:: WHAT YOU NEED TO DO ::
Exclude the pictures; give every entry again exactly as written.

(DATASET EXTRACT begins)

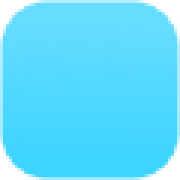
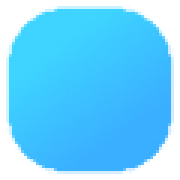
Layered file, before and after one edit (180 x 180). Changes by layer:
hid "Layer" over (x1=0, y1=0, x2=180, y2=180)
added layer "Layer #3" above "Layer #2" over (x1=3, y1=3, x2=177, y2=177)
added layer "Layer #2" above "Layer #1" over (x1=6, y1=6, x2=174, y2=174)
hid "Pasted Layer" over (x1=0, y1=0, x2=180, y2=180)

(DATASET EXTRACT ends)

:: EXERCISE OUTPUT ::
Layered file, before and after one edit (180 x 180). Changes by layer:
hid "Layer" over (x1=0, y1=0, x2=180, y2=180)
added layer "Layer #3" above "Layer #2" over (x1=3, y1=3, x2=177, y2=177)
added layer "Layer #2" above "Layer #1" over (x1=6, y1=6, x2=174, y2=174)
hid "Pasted Layer" over (x1=0, y1=0, x2=180, y2=180)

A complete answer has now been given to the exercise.